L’Arabie saoudite a échoué à briser Ansar Allah au Yémen

En 2015, l’Arabie saoudite est entrée au Yémen, espérant que sa force aérienne, son argent et ses alliés locaux chasseraient Ansar Allah de Sanaa. Onze ans plus tard, le mouvement contrôle toujours la capitale, s’est étendu le long de la côte de la mer Rouge et pousse les alliés de Riyad plus au sud.

Cinq formations soutenues par l’Arabie saoudite, qui défendaient l’ouest du Yémen, partageaient une paie et un système d’identification biométrique. Elles ne partageaient pas de formation intégrée, de commandement unifié ou de salle d’opérations commune. Lorsque les forces gouvernementales se sont retirées de Hays, le front s’est effondré et Mocha a été perdue peu de temps après.

Ce repli a révélé ce que des années de soutien saoudien avaient produit : des factions armées rivales, dépendant du même sponsor étranger, mais incapables d’agir comme une seule armée. Riyad a payé pour la main-d’œuvre et les armes sans créer une force capable de contrôler le territoire.

Ansar Allah contrôle désormais une grande partie de la côte yéménite de la mer Rouge, y compris Mocha, Dhubab et l’île de Mayyun, près du détroit de Bab al-Mandab. Il exerce également une pression croissante sur Marib, le dernier grand bastion nord du gouvernement soutenu par l’Arabie saoudite, et le centre de la production de pétrole et de gaz.

La perte de Marib priverait les alliés de Riyad de leur population et de leur base de revenus restantes dans le nord. Cela donnerait également à Ansar Allah une position plus forte pour faire pression sur Shabwa et Hadhramawt et pour imposer les conditions de tout règlement futur.

Parallèlement, les routes énergétiques de l’Arabie saoudite deviennent vulnérables. Des drones lancés depuis l’Irak ont désactivé le pipeline est-ouest, qui transporte du pétrole vers la mer Rouge en contournant le détroit d’Ormuz. Ansar Allah a également attaqué la base aérienne de Khamis Mushait, dans le sud de l’Arabie saoudite.
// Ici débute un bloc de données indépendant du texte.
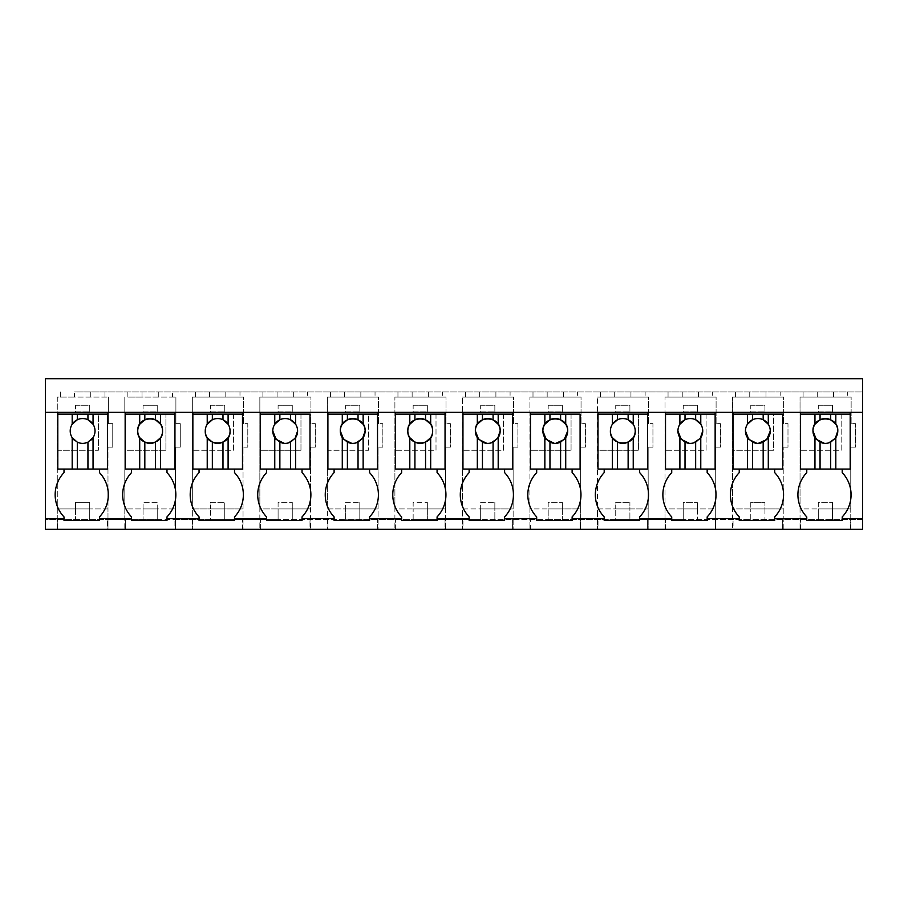 <?xml version="1.0" encoding="UTF-8"?>
<svg xmlns="http://www.w3.org/2000/svg" width="908" height="908" viewBox="0 0 908 908"><rect width="100%" height="100%" fill="white"/><g stroke="black" fill="none" stroke-linecap="round" stroke-linejoin="round"><path stroke-width="0.68" stroke-dasharray="4.54 3.41" d="M60.325 391.972L60.325 397.091L57.283 397.102L57.283 508.945L107.984 508.945L107.984 519.569L818.29 519.569L818.29 508.945L818.29 519.569L862.6 519.569L862.6 529.319L862.6 519.569L750.768 519.569L750.768 508.945L750.768 519.569L732.518 519.569L732.518 508.945L764.945 508.945L750.768 508.945L764.945 508.945L764.945 519.569L764.945 508.945L783.229 508.945L783.229 529.319L862.6 529.319L862.6 378.681L45.4 378.681L45.4 529.319L57.283 529.319L57.283 397.102L108.37 397.102L74.513 397.102L74.513 391.972L862.6 391.972L74.513 391.972M60.325 397.091L74.513 397.102M57.283 529.319L57.283 508.945L75.534 508.945L75.534 519.569L75.534 508.945L107.984 508.945L107.984 447.145L107.984 529.319L124.805 529.319L124.805 397.102L124.805 508.945L143.055 508.945L143.055 519.569L143.055 508.945L157.232 508.945L143.055 508.945L157.232 508.945L157.232 519.569L124.805 519.569L124.805 508.945L143.055 508.945L143.055 502.294L157.232 502.294L157.232 508.945L175.516 508.945L175.516 519.569L210.577 519.569L210.577 508.945L210.577 519.569L278.098 519.569L278.098 508.945L278.098 519.569L345.63 519.569L345.63 508.945L345.63 519.569L413.151 519.569L413.151 508.945L413.151 519.569L480.673 519.569L480.673 508.945L480.673 519.569L548.194 519.569L548.194 508.945L548.194 519.569L615.726 519.569L615.726 508.945L615.726 519.569L683.247 519.569L683.247 508.945L683.247 519.569L732.518 519.569L732.518 529.319L732.518 397.102L732.518 508.945L750.768 508.945L750.768 502.294L764.945 502.294L764.945 508.945L783.229 508.945L783.229 447.145L783.229 529.319L800.039 529.319L800.039 397.102L800.039 508.945L832.466 508.945L818.29 508.945L832.466 508.945L832.466 519.569L832.466 508.945L850.751 508.945L850.751 529.319L850.751 447.145L850.751 508.945L832.466 508.945L832.466 502.294L832.466 508.945L818.29 508.945L818.29 502.294L832.466 502.294L818.29 502.294L818.29 508.945L800.039 508.945L800.039 529.319L782.673 529.319L782.673 519.569L782.673 529.319L733.051 529.319L733.051 519.569L733.051 529.319L715.141 529.319L715.141 519.569L715.141 529.319L665.519 529.319L665.519 519.569L665.519 529.319L656.586 529.319L664.996 529.319L664.996 397.102L664.996 508.945L697.423 508.945L683.247 508.945L697.423 508.945L697.423 519.569L697.423 508.945L715.708 508.945L715.708 529.319L724.107 529.319L715.708 529.319L715.708 447.145L715.708 508.945L697.423 508.945L697.423 502.294L697.423 508.945L683.247 508.945L683.247 502.294L697.423 502.294L683.247 502.294L683.247 508.945L664.996 508.945L664.996 529.319L647.62 529.319L647.62 519.569L647.62 529.319L597.997 529.319L597.997 519.569L597.997 529.319L589.065 529.319L597.475 529.319L597.475 397.102L597.475 508.945L629.902 508.945L615.726 508.945L629.902 508.945L629.902 519.569L629.902 508.945L648.176 508.945L648.176 529.319L656.586 529.319L648.176 529.319L648.176 447.145L648.176 508.945L629.902 508.945L629.902 502.294L629.902 508.945L615.726 508.945L615.726 502.294L629.902 502.294L615.726 502.294L615.726 508.945L597.475 508.945L597.475 529.319L580.099 529.319L580.099 519.569L580.099 529.319L530.476 529.319L530.476 519.569L530.476 529.319L521.544 529.319L529.943 529.319L529.943 397.102L529.943 508.945L562.37 508.945L548.194 508.945L562.37 508.945L562.37 519.569L562.37 508.945L580.655 508.945L580.655 529.319L589.065 529.319L580.655 529.319L580.655 447.145L580.655 508.945L562.37 508.945L562.37 502.294L562.37 508.945L548.194 508.945L548.194 502.294L562.37 502.294L548.194 502.294L548.194 508.945L529.943 508.945L529.943 529.319L512.577 529.319L512.577 519.569L512.577 529.319L462.955 529.319L462.955 519.569L462.955 529.319L454.011 529.319L462.422 529.319L462.422 397.102L462.422 508.945L494.849 508.945L480.673 508.945L494.849 508.945L494.849 519.569L494.849 508.945L513.134 508.945L513.134 529.319L521.544 529.319L513.134 529.319L513.134 447.145L513.134 508.945L494.849 508.945L494.849 502.294L494.849 508.945L480.673 508.945L480.673 502.294L494.849 502.294L480.673 502.294L480.673 508.945L462.422 508.945L462.422 529.319L445.045 529.319L445.045 519.569L445.045 529.319L395.423 529.319L395.423 519.569L395.423 529.319L386.49 529.319L394.901 529.319L394.901 397.102L394.901 508.945L427.327 508.945L413.151 508.945L427.327 508.945L427.327 519.569L427.327 508.945L445.612 508.945L445.612 529.319L454.011 529.319L445.612 529.319L445.612 447.145L445.612 508.945L427.327 508.945L427.327 502.294L427.327 508.945L413.151 508.945L413.151 502.294L427.327 502.294L413.151 502.294L413.151 508.945L394.901 508.945L394.901 529.319L377.524 529.319L377.524 519.569L377.524 529.319L327.901 529.319L327.901 519.569L327.901 529.319L318.969 529.319L327.379 529.319L327.379 397.102L327.379 508.945L359.806 508.945L345.63 508.945L359.806 508.945L359.806 519.569L359.806 508.945L378.08 508.945L378.08 529.319L386.49 529.319L378.08 529.319L378.08 447.145L378.08 508.945L359.806 508.945L359.806 502.294L359.806 508.945L345.63 508.945L345.63 502.294L359.806 502.294L345.63 502.294L345.63 508.945L327.379 508.945L327.379 529.319L310.003 529.319L310.003 519.569L310.003 529.319L260.38 529.319L260.38 519.569L260.38 529.319L251.448 529.319L259.847 529.319L259.847 397.102L259.847 508.945L292.274 508.945L278.098 508.945L292.274 508.945L292.274 519.569L292.274 508.945L310.559 508.945L310.559 529.319L318.969 529.319L310.559 529.319L310.559 447.145L310.559 508.945L292.274 508.945L292.274 502.294L292.274 508.945L278.098 508.945L278.098 502.294L292.274 502.294L278.098 502.294L278.098 508.945L259.847 508.945L259.847 529.319L242.481 529.319L242.481 519.569L242.481 529.319L192.859 529.319L192.859 519.569L192.859 529.319L183.915 529.319L192.326 529.319L192.326 397.102L192.326 508.945L224.753 508.945L210.577 508.945L224.753 508.945L224.753 519.569L224.753 508.945L243.038 508.945L243.038 529.319L251.448 529.319L243.038 529.319L243.038 447.145L243.038 508.945L224.753 508.945L224.753 502.294L224.753 508.945L210.577 508.945L210.577 502.294L224.753 502.294L210.577 502.294L210.577 508.945L192.326 508.945L192.326 529.319L174.949 529.319L174.949 519.569L174.949 529.319L125.327 529.319L125.327 519.569L125.327 529.319L116.394 529.319L124.805 529.319L124.805 519.569L45.4 519.569L45.4 529.319L57.283 529.319M45.4 529.319L45.4 519.569L107.984 519.569L107.984 529.319L116.394 529.319L107.428 529.319L107.428 519.569L107.428 529.319L57.806 529.319L57.806 519.569L57.806 529.319L45.4 529.319M90.755 391.972L90.755 397.102M104.942 391.972L104.942 397.102M112.751 447.145L107.984 447.145L112.751 447.145L112.751 423.639L108.37 423.639L108.37 397.102L108.37 423.639L112.751 423.639L112.751 447.145M127.858 391.972L127.858 397.102L175.902 397.102L172.463 397.102L172.463 391.972M157.232 519.569L175.516 519.569L175.516 529.319L183.915 529.319L175.516 529.319L175.516 447.145L175.516 508.945L157.232 508.945L157.232 502.294L143.055 502.294L143.055 508.945L157.232 508.945L157.232 519.569M842.215 518.684L862.6 518.684M774.694 518.684L806.769 518.684M707.173 518.684L739.248 518.684M639.652 518.684L671.727 518.684M572.119 518.684L604.206 518.684L604.206 516.913A32.12 32.12 0 0 1 604.206 472.614L604.206 469.061L597.997 469.061L597.997 412.357L862.6 412.357M504.598 518.684L536.673 518.684M437.077 518.684L469.152 518.684M369.556 518.684L401.631 518.684M302.024 518.684L334.11 518.684L334.11 516.913A32.12 32.12 0 0 1 334.11 472.614L334.11 469.061L327.901 469.061L327.901 414.127L368.489 414.127L368.489 450.277L327.901 450.277L327.901 469.061L327.901 414.127L327.901 450.277L368.489 450.277L368.489 414.127L377.524 414.127L377.524 469.061L369.556 469.061L369.556 472.614A32.12 32.12 0 0 1 369.556 516.913L369.556 520.466L334.11 520.466M234.502 518.684L266.577 518.684M166.981 518.684L199.056 518.684M99.46 518.684L131.535 518.684L131.535 516.913A32.12 32.12 0 0 1 131.535 472.614L131.535 469.061L125.327 469.061L125.327 412.357L597.997 412.357M45.4 518.684L64.014 518.684M64.014 469.061L57.806 469.061L57.806 414.127L98.393 414.127L98.393 450.277L57.806 450.277L57.806 469.061L57.806 414.127L57.806 450.277L98.393 450.277L98.393 414.127L107.428 414.127L107.428 469.061L99.46 469.061L99.46 472.614A32.12 32.12 0 0 1 99.46 516.913L99.46 520.466L64.014 520.466L64.014 516.913A32.12 32.12 0 0 1 64.014 472.614L64.014 469.061L57.806 469.061L99.46 469.061M45.4 412.357L125.327 412.357M803.092 391.972L803.092 397.102L800.039 397.102L851.136 397.102L851.136 423.639L855.506 423.639L855.506 447.145L850.751 447.145L855.506 447.145L855.506 423.639L851.136 423.639L851.136 397.102L847.697 397.102L847.697 391.972M850.751 529.319L862.6 529.319L850.751 529.319M833.521 391.972L833.521 397.091L847.697 397.102M817.268 391.972L817.268 397.102L833.521 397.091M803.092 397.102L817.268 397.102M735.571 391.972L735.571 397.102L732.518 397.102L783.615 397.102L783.615 423.639L787.985 423.639L787.985 447.145L783.229 447.145L787.985 447.145L787.985 423.639L783.615 423.639L783.615 397.102L780.176 397.102L780.176 391.972M766 391.972L766 397.102L780.176 397.102M749.747 391.972L749.747 397.102L766 397.102M735.571 397.102L749.747 397.102M668.05 391.972L668.05 397.102L664.996 397.102L716.094 397.102L716.094 423.639L720.464 423.639L720.464 447.145L715.708 447.145L720.464 447.145L720.464 423.639L716.094 423.639L716.094 397.102L712.655 397.102L712.655 391.972M698.479 391.972L698.479 397.102L712.655 397.102M682.226 391.972L682.226 397.102L698.479 397.102M668.05 397.102L682.226 397.102M600.517 391.972L600.517 397.102L597.475 397.102L648.562 397.102L648.562 423.639L652.943 423.639L652.943 447.145L648.176 447.145L652.943 447.145L652.943 423.639L648.562 423.639L648.562 397.102L645.134 397.102L645.134 391.972M630.947 391.972L630.947 397.102L645.134 397.102M614.705 391.972L614.705 397.102L630.947 397.102M600.517 397.102L614.705 397.102M532.996 391.972L532.996 397.102L529.943 397.102L581.041 397.102L581.041 423.639L585.41 423.639L585.41 447.145L580.655 447.145L585.41 447.145L585.41 423.639L581.041 423.639L581.041 397.102L577.601 397.102L577.601 391.972M563.425 391.972L563.425 397.102L577.601 397.102M547.172 391.972L547.172 397.102L563.425 397.102M532.996 397.102L547.172 397.102M465.475 391.972L465.475 397.102L462.422 397.102L513.519 397.102L513.519 423.639L517.889 423.639L517.889 447.145L513.134 447.145L517.889 447.145L517.889 423.639L513.519 423.639L513.519 397.102L510.08 397.102L510.08 391.972M495.904 391.972L495.904 397.102L510.08 397.102M479.651 391.972L479.651 397.102L495.904 397.102M465.475 397.102L479.651 397.102M397.954 391.972L397.954 397.102L394.901 397.102L445.998 397.102L445.998 423.639L450.368 423.639L450.368 447.145L445.612 447.145L450.368 447.145L450.368 423.639L445.998 423.639L445.998 397.102L442.559 397.102L442.559 391.972M428.383 391.972L428.383 397.102L442.559 397.102M412.13 391.972L412.13 397.102L428.383 397.102M397.954 397.102L412.13 397.102M330.421 391.972L330.421 397.102L327.379 397.102L378.466 397.102L378.466 423.639L382.847 423.639L382.847 447.145L378.08 447.145L382.847 447.145L382.847 423.639L378.466 423.639L378.466 397.102L375.038 397.102L375.038 391.972M360.851 391.972L360.851 397.102L375.038 397.102M344.609 391.972L344.609 397.102L360.851 397.102M330.421 397.102L344.609 397.102M262.9 391.972L262.9 397.102L259.847 397.102L310.945 397.102L310.945 423.639L315.314 423.639L315.314 447.145L310.559 447.145L315.314 447.145L315.314 423.639L310.945 423.639L310.945 397.102L307.506 397.102L307.506 391.972M293.329 391.972L293.329 397.102L307.506 397.102M277.076 391.972L277.076 397.102L293.329 397.102M262.9 397.102L277.076 397.102M195.379 391.972L195.379 397.102L192.326 397.102L243.423 397.102L243.423 423.639L247.793 423.639L247.793 447.145L243.038 447.145L247.793 447.145L247.793 423.639L243.423 423.639L243.423 397.102L239.984 397.102L239.984 391.972M225.808 391.972L225.808 397.102L239.984 397.102M209.555 391.972L209.555 397.102L225.808 397.102M195.379 397.102L209.555 397.102M180.272 447.145L175.516 447.145L180.272 447.145L180.272 423.639L175.902 423.639L175.902 397.102L175.902 423.639L180.272 423.639L180.272 447.145M158.287 391.972L158.287 397.102L172.463 397.102M142.034 391.972L142.034 397.102L158.287 397.102M127.858 397.102L142.034 397.102M89.71 508.945L75.534 508.945L75.534 502.294L89.71 502.294L89.71 519.569L89.71 502.294L75.534 502.294L75.534 508.945L89.71 508.945M850.194 529.319L850.194 519.569L850.194 529.319M800.572 529.319L800.572 519.569L800.572 529.319M806.769 469.061L800.572 469.061L806.769 469.061L806.769 472.614A32.12 32.12 0 0 0 806.769 516.913L806.769 520.466L842.215 520.466L842.215 516.913A32.12 32.12 0 0 0 842.215 472.614L842.215 469.061L850.194 469.061L850.194 414.127L850.194 469.061L842.215 469.061M739.248 469.061L733.051 469.061L739.248 469.061L739.248 472.614A32.12 32.12 0 0 0 739.248 516.913L739.248 520.466L774.694 520.466L774.694 516.913A32.12 32.12 0 0 0 774.694 472.614L774.694 469.061L782.673 469.061L782.673 414.127L782.673 469.061L774.694 469.061M671.727 469.061L665.519 469.061L671.727 469.061L671.727 472.614A32.12 32.12 0 0 0 671.727 516.913L671.727 520.466L707.173 520.466L707.173 516.913A32.12 32.12 0 0 0 707.173 472.614L707.173 469.061L715.141 469.061L715.141 414.127L715.141 469.061L707.173 469.061M604.206 520.466L639.652 520.466L639.652 516.913A32.12 32.12 0 0 0 639.652 472.614L639.652 469.061L647.62 469.061L647.62 414.127L647.62 469.061L639.652 469.061M536.673 469.061L530.476 469.061L536.673 469.061L536.673 472.614A32.12 32.12 0 0 0 536.673 516.913L536.673 520.466L572.119 520.466L572.119 516.913A32.12 32.12 0 0 0 572.119 472.614L572.119 469.061L580.099 469.061L572.119 469.061M469.152 469.061L462.955 469.061L469.152 469.061L469.152 472.614A32.12 32.12 0 0 0 469.152 516.913L469.152 520.466L504.598 520.466L504.598 516.913A32.12 32.12 0 0 0 504.598 472.614L504.598 469.061L512.577 469.061L512.577 414.127L512.577 469.061L504.598 469.061M401.631 469.061L395.423 469.061L401.631 469.061L401.631 472.614A32.12 32.12 0 0 0 401.631 516.913L401.631 520.466L437.077 520.466L437.077 516.913A32.12 32.12 0 0 0 437.077 472.614L437.077 469.061L445.045 469.061L445.045 414.127L445.045 469.061L437.077 469.061M266.577 469.061L260.38 469.061L266.577 469.061L266.577 472.614A32.12 32.12 0 0 0 266.577 516.913L266.577 520.466L302.024 520.466L302.024 516.913A32.12 32.12 0 0 0 302.024 472.614L302.024 469.061L310.003 469.061L302.024 469.061M199.056 469.061L192.859 469.061L199.056 469.061L199.056 472.614A32.12 32.12 0 0 0 199.056 516.913L199.056 520.466L234.502 520.466L234.502 516.913A32.12 32.12 0 0 0 234.502 472.614L234.502 469.061L242.481 469.061L242.481 414.127L242.481 469.061L234.502 469.061M131.535 520.466L166.981 520.466L166.981 516.913A32.12 32.12 0 0 0 166.981 472.614L166.981 469.061L174.949 469.061L174.949 414.127L174.949 469.061L166.981 469.061M850.194 412.357L850.194 469.061L800.572 469.061L800.572 412.357M800.572 469.061L800.572 414.127L841.16 414.127L841.16 450.277L800.572 450.277L800.572 469.061M733.051 414.127L733.051 450.277L773.627 450.277L773.627 414.127L782.673 414.127L782.673 469.061L733.051 469.061L733.051 414.127L773.627 414.127L773.627 450.277L733.051 450.277L733.051 469.061L733.051 412.357M715.141 412.357L715.141 469.061L665.519 469.061L665.519 412.357M665.519 469.061L665.519 414.127L706.106 414.127L706.106 450.277L665.519 450.277L665.519 469.061M647.62 412.357L647.62 469.061L597.997 469.061L597.997 414.127L638.585 414.127L638.585 450.277L597.997 450.277L597.997 469.061L604.206 469.061M580.099 414.127L580.099 469.061L580.099 414.127L571.064 414.127L571.064 450.277L530.476 450.277L530.476 469.061L530.476 412.357M580.099 469.061L530.476 469.061L530.476 414.127L571.064 414.127L571.064 450.277L530.476 450.277L530.476 414.127M512.577 412.357L512.577 469.061L462.955 469.061L462.955 412.357M462.955 469.061L462.955 414.127L503.531 414.127L503.531 450.277L462.955 450.277L462.955 469.061M445.045 412.357L445.045 469.061L395.423 469.061L395.423 412.357M395.423 469.061L395.423 414.127L436.01 414.127L436.01 450.277L395.423 450.277L395.423 469.061M369.556 469.061L377.524 469.061L377.524 412.357M334.11 469.061L377.524 469.061L377.524 414.127M310.003 414.127L310.003 469.061L310.003 414.127L300.968 414.127L300.968 450.277L260.38 450.277L260.38 469.061L260.38 412.357M310.003 469.061L260.38 469.061L260.38 414.127L300.968 414.127L300.968 450.277L260.38 450.277L260.38 414.127M242.481 412.357L242.481 469.061L192.859 469.061L192.859 412.357M192.859 469.061L192.859 414.127L233.435 414.127L233.435 450.277L192.859 450.277L192.859 469.061M174.949 412.357L174.949 469.061L125.327 469.061L125.327 414.127L165.914 414.127L165.914 450.277L125.327 450.277L125.327 469.061L131.535 469.061M107.428 412.357L107.428 414.127M72.186 424.252A12.406 12.406 0 0 0 72.186 437.679M74.57 440.403A12.406 12.406 0 0 0 83.581 443.331M83.74 443.32A12.406 12.406 0 0 0 90.664 440.403M93.047 437.679A12.406 12.406 0 0 0 95.022 430.959M87.94 419.757A12.406 12.406 0 0 0 77.305 419.757M174.949 414.127L165.914 414.127L165.914 450.277L125.327 450.277L125.327 414.127M242.481 414.127L233.435 414.127L233.435 450.277L192.859 450.277L192.859 414.127M222.982 419.757A12.406 12.406 0 0 0 212.347 419.757M207.228 424.252A12.406 12.406 0 0 0 205.265 430.959M284.193 443.331L285.589 443.365M287.076 443.218L288.54 442.911M297.597 430.959A12.406 12.406 0 0 0 295.622 424.252M290.503 419.757A12.406 12.406 0 0 0 279.868 419.757M274.761 424.252A12.406 12.406 0 0 0 272.786 430.959M351.714 443.331L353.121 443.365M354.597 443.218L356.061 442.911M445.045 414.127L436.01 414.127L436.01 450.277L395.423 450.277L395.423 414.127M512.577 414.127L503.531 414.127L503.531 450.277L462.955 450.277L462.955 414.127M486.767 443.331L488.164 443.365M489.65 443.218L491.114 442.911M554.289 443.331L555.685 443.365M647.62 414.127L638.585 414.127L638.585 450.277L597.997 450.277L597.997 414.127M628.132 419.757A12.406 12.406 0 0 0 617.497 419.757M612.378 424.252A12.406 12.406 0 0 0 610.403 430.959M715.141 414.127L706.106 414.127L706.106 450.277L665.519 450.277L665.519 414.127M689.331 443.331L690.738 443.365M692.225 443.218L693.678 442.911M695.653 419.757A12.406 12.406 0 0 0 685.018 419.757M679.899 424.252A12.406 12.406 0 0 0 677.924 430.959M756.863 443.331L758.259 443.365M770.268 430.959A12.406 12.406 0 0 0 768.293 424.252M763.174 419.757A12.406 12.406 0 0 0 752.539 419.757M747.42 424.252A12.406 12.406 0 0 0 745.457 430.959M850.194 414.127L841.16 414.127L841.16 450.277L800.572 450.277L800.572 414.127M824.385 443.331L825.781 443.365M827.267 443.218L828.732 442.911M75.534 405.263L89.71 405.263L89.71 411.903L89.71 405.263L75.534 405.263L75.534 411.903L89.71 411.903L75.534 411.903L75.534 405.263M143.055 405.263L157.232 405.263L157.232 411.903L157.232 405.263L143.055 405.263L143.055 411.903L157.232 411.903L143.055 411.903L143.055 405.263M210.577 405.263L224.753 405.263L224.753 411.903L224.753 405.263L210.577 405.263L210.577 411.903L224.753 411.903L210.577 411.903L210.577 405.263M278.098 405.263L292.274 405.263L292.274 411.903L292.274 405.263L278.098 405.263L278.098 411.903L292.274 411.903L278.098 411.903L278.098 405.263M345.63 405.263L359.806 405.263L359.806 411.903L359.806 405.263L345.63 405.263L345.63 411.903L359.806 411.903L345.63 411.903L345.63 405.263M413.151 405.263L427.327 405.263L427.327 411.903L427.327 405.263L413.151 405.263L413.151 411.903L427.327 411.903L413.151 411.903L413.151 405.263M480.673 405.263L494.849 405.263L494.849 411.903L494.849 405.263L480.673 405.263L480.673 411.903L494.849 411.903L480.673 411.903L480.673 405.263M548.194 405.263L562.37 405.263L562.37 411.903L562.37 405.263L548.194 405.263L548.194 411.903L562.37 411.903L548.194 411.903L548.194 405.263M615.726 405.263L629.902 405.263L629.902 411.903L629.902 405.263L615.726 405.263L615.726 411.903L629.902 411.903L615.726 411.903L615.726 405.263M683.247 405.263L697.423 405.263L697.423 411.903L697.423 405.263L683.247 405.263L683.247 411.903L697.423 411.903L683.247 411.903L683.247 405.263M750.768 405.263L764.945 405.263L764.945 411.903L764.945 405.263L750.768 405.263L750.768 411.903L764.945 411.903L750.768 411.903L750.768 405.263M818.29 405.263L832.466 405.263L832.466 411.903L832.466 405.263L818.29 405.263L818.29 411.903L832.466 411.903L818.29 411.903L818.29 405.263M750.768 502.294L750.768 508.945L764.945 508.945L764.945 502.294L750.768 502.294"/><path stroke-width="1.36" d="M45.4 518.684L45.4 412.357L862.6 412.357L862.6 529.319L45.4 529.319L45.4 518.684L64.014 518.684L64.014 516.913A32.12 32.12 0 0 1 64.014 472.614L64.014 469.061M45.4 412.357L45.4 378.681L862.6 378.681L862.6 412.357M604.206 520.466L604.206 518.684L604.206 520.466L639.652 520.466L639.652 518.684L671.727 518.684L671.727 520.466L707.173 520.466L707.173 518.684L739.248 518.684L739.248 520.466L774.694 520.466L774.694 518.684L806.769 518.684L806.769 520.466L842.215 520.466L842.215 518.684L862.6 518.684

Riyad a construit ce pipeline pour échapper à la dépendance à un seul point de passage stratégique. Il se termine désormais à proximité d’un autre, de plus en plus influencé par le Yémen. La pression exercée autour d’Ormuz, de Bab al-Mandab et sur le territoire saoudien lui-même laisse le royaume avec moins de routes sûres pour projeter sa puissance ou exporter du pétrole.

Washington a fourni un soutien en matière de renseignement et de ciblage, mais n’a pas déclenché une nouvelle guerre pour sauver le projet saoudien. La Turquie et le Pakistan sont également restés en dehors du conflit, malgré leurs liens de défense avec Riyad. Le royaume a accumulé des partenaires, des armes et des formations de proxy sans obtenir des alliés prêts ou capables de renverser sa défaite.

Les bombardements saoudiens, les frappes menées sous la direction israélienne et l’opération américaine « Rough Rider », qui a coûté un milliard de dollars, ont tous échoué à briser Ansar Allah. Le mouvement est apparu avec plus de territoire et une plus grande influence sur les bases militaires saoudiennes, les infrastructures énergétiques et le transport maritime de la mer Rouge.

Riyad a lancé sa guerre pour imposer l’avenir politique du Yémen. Onze ans plus tard, Ansar Allah détermine l’équilibre militaire et le prix du départ de l’Arabie saoudite.